> [WORK ORDER]
The pictures are to be dropped, and the records below are to be restated word for word.

> [THE DATA]
_ _ _ _ _ _ _
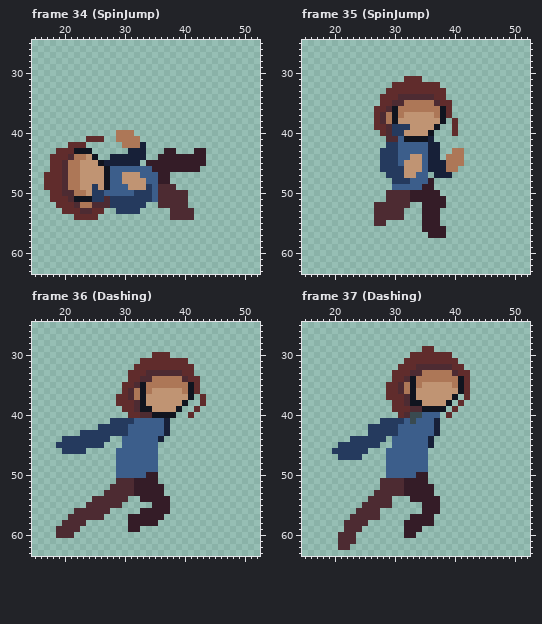
Edited in one commit: pixel-art file (ArcadePrototype/Assets/Art/MainCharacter/Apollo.aseprite). Above is the file before it was changed.
64x64 pixels, 55 frames. Shown: frame 34 (SpinJump): x 15..52, y 25..63; frame 35 (SpinJump): x 15..52, y 25..63; frame 36 (Dashing): x 15..52, y 25..63; frame 37 (Dashing): x 15..52, y 25..63. The commit also changed other frames, which this record leaves out.
After:
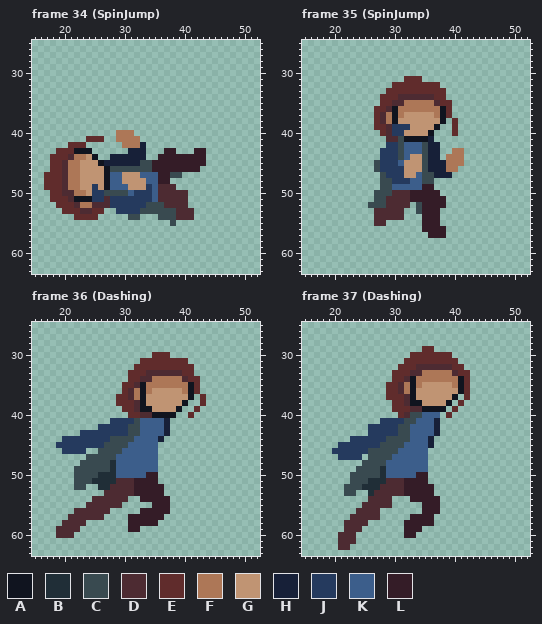
Palette (. is transparent): A #10141f  B #202e37  C #394a50  D #4d2b32  E #602c2c  F #ad7757  G #c09473  H #172038  J #253a5e  K #3c5e8b  L #341c27
The exact change:
layer "Jacket" now shown
--- frame 34 (SpinJump), layer "Jacket"
@@ x 25..41 @@
 44 A..HHHHHH..LLLLLL
-45 GAHHHHHH.LLLLLLLL
-46 GGAKKKKKKKLLLLLLL
-47 GGAKKGGGKKKLL....
+45 GAHHHHHHCCLLLLLLL
+46 GGACCCCCCCLLLLLLL
+47 GGAKKGGGKKKLLCC..
 48 GGAKKGGGGKKLL....
 49 JGAKKKGGGJKDDD...
-50 JJKKKKKJJJKDDDDD.
+50 JJCCCCKJJJKDDDDD.
 51 JJDJJJJJJJKDDDDD.
-52 DDDJJJJJJ..DDDDD.
-53 EE..JJJJ.....DDDD
-54 E............DDDD
-55 .................
+52 DDDJJJJJJCCCDDDD.
+53 EE..JJJJCCCCCCDDD
+54 E.....CC...CCCDDD
+55 .............C...
 56 .................
--- frame 35 (SpinJump), layer "Jacket"
@@ x 24..38 @@
 40 ....EDJJGGGGA..
-41 .....DDKAAAAH..
-42 .....JJKKKKKHH.
-43 ....JJJKKKKKHH.
-44 ....JJJKKGGKHH.
-45 ....JJJKGGGKHHH
-46 ....JJJJGGGKHHH
-47 .....JJJGGKK.HH
-48 ......JJJKKKL..
-49 ......KKKKKLL..
-50 .....DDDDLLLLL.
-51 .....DDDDLLLLLL
-52 ...DDDDDD..LLLL
-53 ...DDDDD...LLL.
+41 .....DDCAAAAH..
+42 .....JJCKKKCHH.
+43 ....JJJCKKKCHH.
+44 ....JJJCKGGCHH.
+45 ...CJJJKGGGCHHH
+46 ...CJJJJGGGCHHH
+47 ....CJJJGGKCCHH
+48 ....CCJJJKKCC..
+49 ....CCKKKKKLL..
+50 ...CCCDDDLLLLL.
+51 ...CCDDDDLLLLLL
+52 ..CCCDDDD.CLLLL
+53 ...DDDDD..CLLL.
 54 ...DDDDD...LLL.
--- frame 36 (Dashing), layer "Jacket"
@@ x 20..34 @@
 40 ...........EEDD
-41 ........JJJJKKK
-42 ......JJJJJKKKK
-43 ...JJJJJJJJKKKK
-44 JJJJJJJJ..KKKKK
-45 JJJJJJJ...KKKKK
-46 JJJJ.....KKKKKK
-47 .........KKKKKK
-48 .........KKKKKK
-49 .........KKKKKK
-50 .........KKKKKL
-51 .........DDDLLL
-52 ........DDDDLLL
+41 ........JJJJCKK
+42 ......JJJJJCCKK
+43 ...JJJJJJJJCCKK
+44 JJJJJJJJCCCCKKK
+45 JJJJJJJCCCCKKKK
+46 JJJJ..CCCCKKKKK
+47 ....CCCCCKKKKKK
+48 ...CCCCCBKKKKKK
+49 ..CCCCCCBKKKKKK
+50 ..CCCCBBBKKKKKL
+51 ..CCCBBBBDDDLLL
+52 ..CC..BBDDDDLLL
 53 .......DDDDDLLL
--- frame 37 (Dashing), layer "Jacket"
@@ x 20..34 @@
 40 ...........EDCC
-41 ........JJJJKCK
-42 ......JJJJJKKKK
-43 ......JJJJJKKKK
-44 ...JJJJJJ.KKKKK
-45 .JJJJJJJ..KKKKK
-46 JJJJJJ...KKKKKK
-47 .JJJJ....KKKKKK
-48 .........KKKKKK
-49 .........KKKKKK
-50 .........KKKKKL
-51 ........DDDDLLL
-52 ........DDDDLLL
-53 .......DDDDDLLL
+41 ........JJJJCCK
+42 ......JJJJJCCKK
+43 ......JJJJJCCKK
+44 ...JJJJJJCCCCKK
+45 .JJJJJJJCCCCKKK
+46 JJJJJJCCCCCKKKK
+47 .JJJJ.CCCCKKKKK
+48 .....CCCCKKKKKK
+49 ....CCCCBKKKKKK
+50 ...CCCCCBKKKKKL
+51 ...CCCBBBDDDLLL
+52 ..CCCBBBDDDDLLL
+53 ..CC..BDDDDDLLL
 54 ......DDDD...LL
_ _ _ _ _ _ _
> [RESPONSE AREA]
Edited in one commit: pixel-art file (ArcadePrototype/Assets/Art/MainCharacter/Apollo.aseprite). Above is the file before it was changed.
64x64 pixels, 55 frames. Shown: frame 34 (SpinJump): x 15..52, y 25..63; frame 35 (SpinJump): x 15..52, y 25..63; frame 36 (Dashing): x 15..52, y 25..63; frame 37 (Dashing): x 15..52, y 25..63. The commit also changed other frames, which this record leaves out.
After:
Palette (. is transparent): A #10141f  B #202e37  C #394a50  D #4d2b32  E #602c2c  F #ad7757  G #c09473  H #172038  J #253a5e  K #3c5e8b  L #341c27
The exact change:
layer "Jacket" now shown
--- frame 34 (SpinJump), layer "Jacket"
@@ x 25..41 @@
 44 A..HHHHHH..LLLLLL
-45 GAHHHHHH.LLLLLLLL
-46 GGAKKKKKKKLLLLLLL
-47 GGAKKGGGKKKLL....
+45 GAHHHHHHCCLLLLLLL
+46 GGACCCCCCCLLLLLLL
+47 GGAKKGGGKKKLLCC..
 48 GGAKKGGGGKKLL....
 49 JGAKKKGGGJKDDD...
-50 JJKKKKKJJJKDDDDD.
+50 JJCCCCKJJJKDDDDD.
 51 JJDJJJJJJJKDDDDD.
-52 DDDJJJJJJ..DDDDD.
-53 EE..JJJJ.....DDDD
-54 E............DDDD
-55 .................
+52 DDDJJJJJJCCCDDDD.
+53 EE..JJJJCCCCCCDDD
+54 E.....CC...CCCDDD
+55 .............C...
 56 .................
--- frame 35 (SpinJump), layer "Jacket"
@@ x 24..38 @@
 40 ....EDJJGGGGA..
-41 .....DDKAAAAH..
-42 .....JJKKKKKHH.
-43 ....JJJKKKKKHH.
-44 ....JJJKKGGKHH.
-45 ....JJJKGGGKHHH
-46 ....JJJJGGGKHHH
-47 .....JJJGGKK.HH
-48 ......JJJKKKL..
-49 ......KKKKKLL..
-50 .....DDDDLLLLL.
-51 .....DDDDLLLLLL
-52 ...DDDDDD..LLLL
-53 ...DDDDD...LLL.
+41 .....DDCAAAAH..
+42 .....JJCKKKCHH.
+43 ....JJJCKKKCHH.
+44 ....JJJCKGGCHH.
+45 ...CJJJKGGGCHHH
+46 ...CJJJJGGGCHHH
+47 ....CJJJGGKCCHH
+48 ....CCJJJKKCC..
+49 ....CCKKKKKLL..
+50 ...CCCDDDLLLLL.
+51 ...CCDDDDLLLLLL
+52 ..CCCDDDD.CLLLL
+53 ...DDDDD..CLLL.
 54 ...DDDDD...LLL.
--- frame 36 (Dashing), layer "Jacket"
@@ x 20..34 @@
 40 ...........EEDD
-41 ........JJJJKKK
-42 ......JJJJJKKKK
-43 ...JJJJJJJJKKKK
-44 JJJJJJJJ..KKKKK
-45 JJJJJJJ...KKKKK
-46 JJJJ.....KKKKKK
-47 .........KKKKKK
-48 .........KKKKKK
-49 .........KKKKKK
-50 .........KKKKKL
-51 .........DDDLLL
-52 ........DDDDLLL
+41 ........JJJJCKK
+42 ......JJJJJCCKK
+43 ...JJJJJJJJCCKK
+44 JJJJJJJJCCCCKKK
+45 JJJJJJJCCCCKKKK
+46 JJJJ..CCCCKKKKK
+47 ....CCCCCKKKKKK
+48 ...CCCCCBKKKKKK
+49 ..CCCCCCBKKKKKK
+50 ..CCCCBBBKKKKKL
+51 ..CCCBBBBDDDLLL
+52 ..CC..BBDDDDLLL
 53 .......DDDDDLLL
--- frame 37 (Dashing), layer "Jacket"
@@ x 20..34 @@
 40 ...........EDCC
-41 ........JJJJKCK
-42 ......JJJJJKKKK
-43 ......JJJJJKKKK
-44 ...JJJJJJ.KKKKK
-45 .JJJJJJJ..KKKKK
-46 JJJJJJ...KKKKKK
-47 .JJJJ....KKKKKK
-48 .........KKKKKK
-49 .........KKKKKK
-50 .........KKKKKL
-51 ........DDDDLLL
-52 ........DDDDLLL
-53 .......DDDDDLLL
+41 ........JJJJCCK
+42 ......JJJJJCCKK
+43 ......JJJJJCCKK
+44 ...JJJJJJCCCCKK
+45 .JJJJJJJCCCCKKK
+46 JJJJJJCCCCCKKKK
+47 .JJJJ.CCCCKKKKK
+48 .....CCCCKKKKKK
+49 ....CCCCBKKKKKK
+50 ...CCCCCBKKKKKL
+51 ...CCCBBBDDDLLL
+52 ..CCCBBBDDDDLLL
+53 ..CC..BDDDDDLLL
 54 ......DDDD...LL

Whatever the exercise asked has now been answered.